Оливии было семь, когда она впервые услышала за спиной уродливое, извивающееся, словно многоножка, слово — инъези, — которое злобно бросил ей вслед оборванный забулдыга. Она прибежала к отцу, растерянная, заплаканная. Он усадил ее на колено, гладил по голове и долго молчал.

— Почему он так сказал, папа? Я ведь не сделала ничего плохого! — допытывалась Оливия.

— Тут нет твоей вины. Этот человек болен. В его сердце поселилась черная злоба. И она мучает, изматывает, грызет его душу. Он считает, что судьба обошлась с ним несправедливо. Всегда гораздо проще обвинить в своих неудачах кого-то другого. Иначе придется признать, что твоя жизнь катится под откос вовсе не по злой воле рока, а потому, что ты не трудился в поте лица, не получил образования и лишь трусливо искал утешения на дне бутылки. Ну все, беги.

Позднее, когда она стала донимать отца расспросами, ему все же пришлось рассказать об истоках вражды хуту и тутси. Давно, когда страна называлась еще Руанда-Урунди, а где-то далеко-далеко в большом мире назревала кровопролитная война, на эти земли пришли сначала германские, а потом бельгийские колонизаторы.

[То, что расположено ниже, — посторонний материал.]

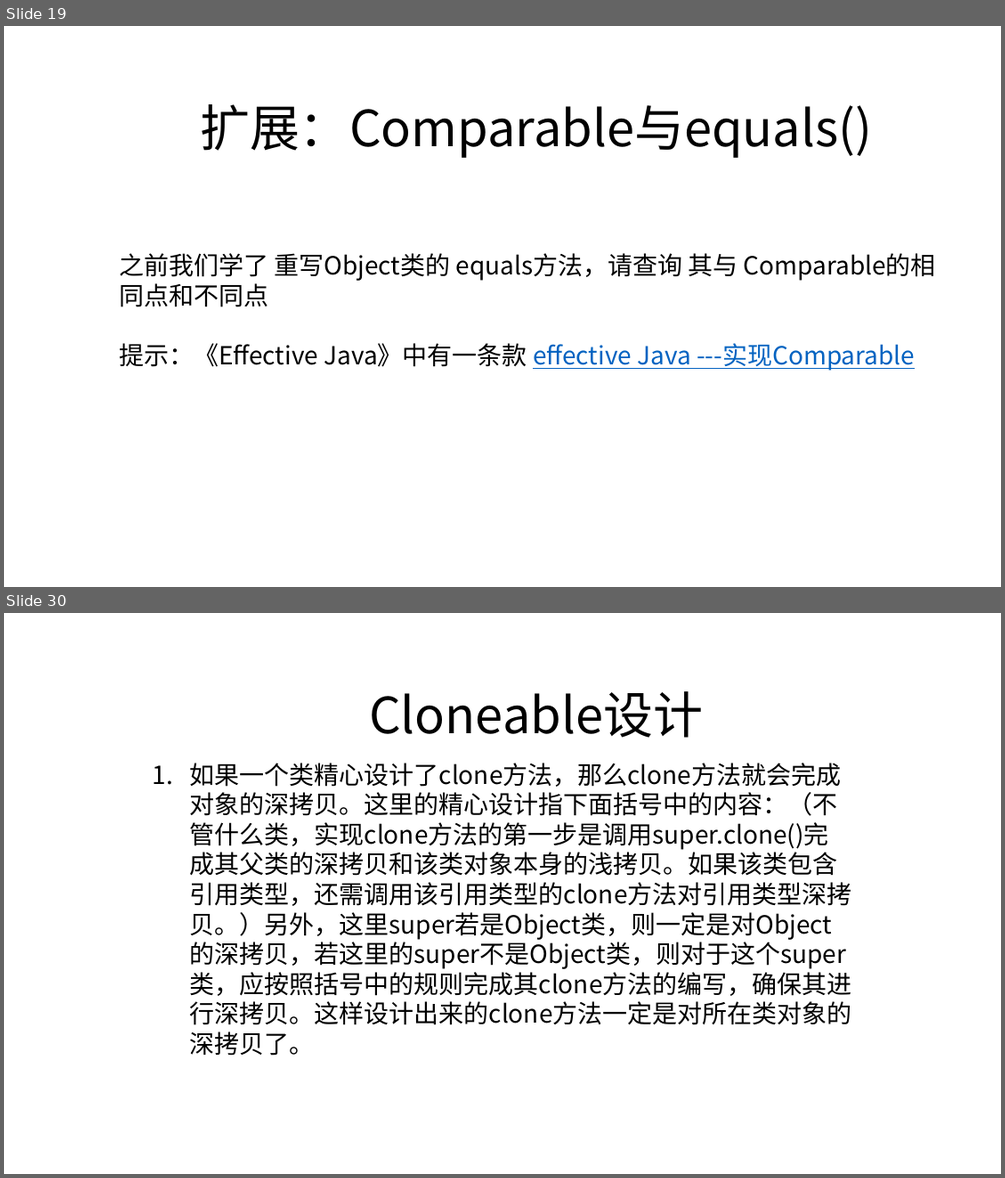
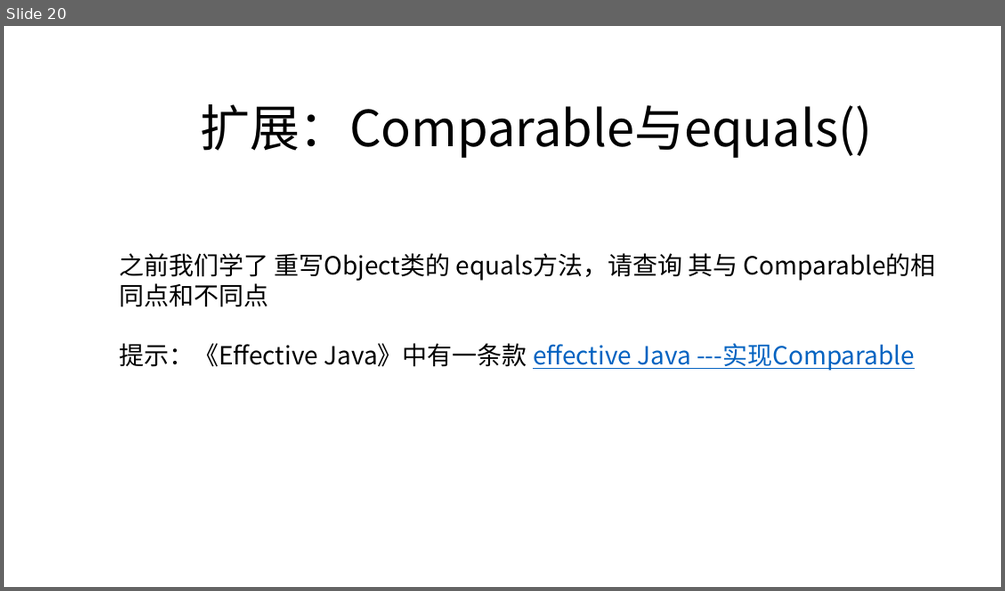
Before and after one commit to zjyesir/hmc_java_1, a slide deck: ppt/12.抽象类和接口.pptx. Shown one above the other, each under a label of ours: slides 19 and 30 before the commit, slide 20 after it; the slides between them are not shown. The pictures are 1005x1178 and 1005x591 pixels, drawn with LibreOffice and Linux fonts; fonts in the diff are those of the drawing; background and template pictures are left out. Boxes give left, top, right and bottom in pixels: in the first picture for what was removed or moved away, otherwise in the second. Text is boxed around its words. In the diff, an @@ line names an element or a change of style, - is before the commit and + after.

```diff
--- a/ppt/12.抽象类和接口.pptx
+++ b/ppt/12.抽象类和接口.pptx
@@ slide 30 removed at (4,613,1001,1174), background picture (left out) @@
@@ text removed at (369,691,703,738) @@
-Cloneable设计
@@ text removed at (190,763,852,1055) @@
-1. 如果一个类精心设计了clone方法，那么clone方法就会完成对象的深拷贝。这里的精心设计指下面括号中的内容：（不管什么类，实现clone方法的第一步是调用super.clone()完成其父类的深拷贝和该类对象本身的浅拷贝。如果该类包含引用类型，还需调用该引用类型的clone方法对引用类型深拷贝。）另外，这里super若是Object类，则一定是对Object的深拷贝，若这里的super不是Object类，则对于这个super类，应按照括号中的规则完成其clone方法的编写，确保其进行深拷贝。这样设计出来的clone方法一定是对所在类对象的深拷贝了。
@@ what was slide 19 is now slide 20 @@
```
Also in this commit, not shown: 16 slides changed, 6 slides added, 1 other slide removed, 3 other files.

Руанда казалась им дикой, первобытной страной, и они стремились устроить жизнь здесь по тем же законам, что и на далекой родине. Они начали строить города, прокладывать дороги, возводить школы, суды, церкви и отделения полиции. На землях Руанды испокон веков мирно уживались три народа. Большинство — хуту: коренастые, с широким приплюснутым носом, с курчавой шевелюрой и темным, почти смоляным цветом кожи. Тутси — высокие, худощавые, с кожей кофейного оттенка. Были, конечно, еще тва — пигмеи, обитающие в бу́ше. Но их уже в то время оставалось так мало, что и в расчет не стоило брать. Бельгийские чиновники подошли к делу с исключительной обстоятельностью и дотошностью: пригласили ученых, которые специальными линейками и циркулями замерили окружность черепов, длину носов и прочее. И оказалось, что носы тутси на целых два миллиметра длиннее, чем у хуту! Отныне каждый руандиец получил отметку в паспорте, которую уже нельзя было изменить. Людей, которые всегда жили по соседству, говорили на одном языке, молились одному богу, дружили, заключали браки, разделили на разные народы. Но это еще полбеды. Колонизаторы сочли, что высокий рост и тонкие черты тутси свидетельствуют об их благородном происхождении и дальней связи с цивилизованными северными народами, а смуглый оттенок кожи объясняется тем, что они просто слишком много времени проводят под палящим солнцем. Так «благородные» тутси стали правящей элитой. А хуту была отведена неприглядная роль рабочих муравьев. Потом произошла революция, и колониальный режим пал. Хуту сочли несправедливым, что все блага достаются малочисленным тутси, и перевернули песочные часы. Правда, от этого их жизнь не стала веселее или богаче, и тогда им захотелось отыграться за долгие годы угнетения. «Вот и вся история. Вечная, как мир», — грустно улыбнулся отец.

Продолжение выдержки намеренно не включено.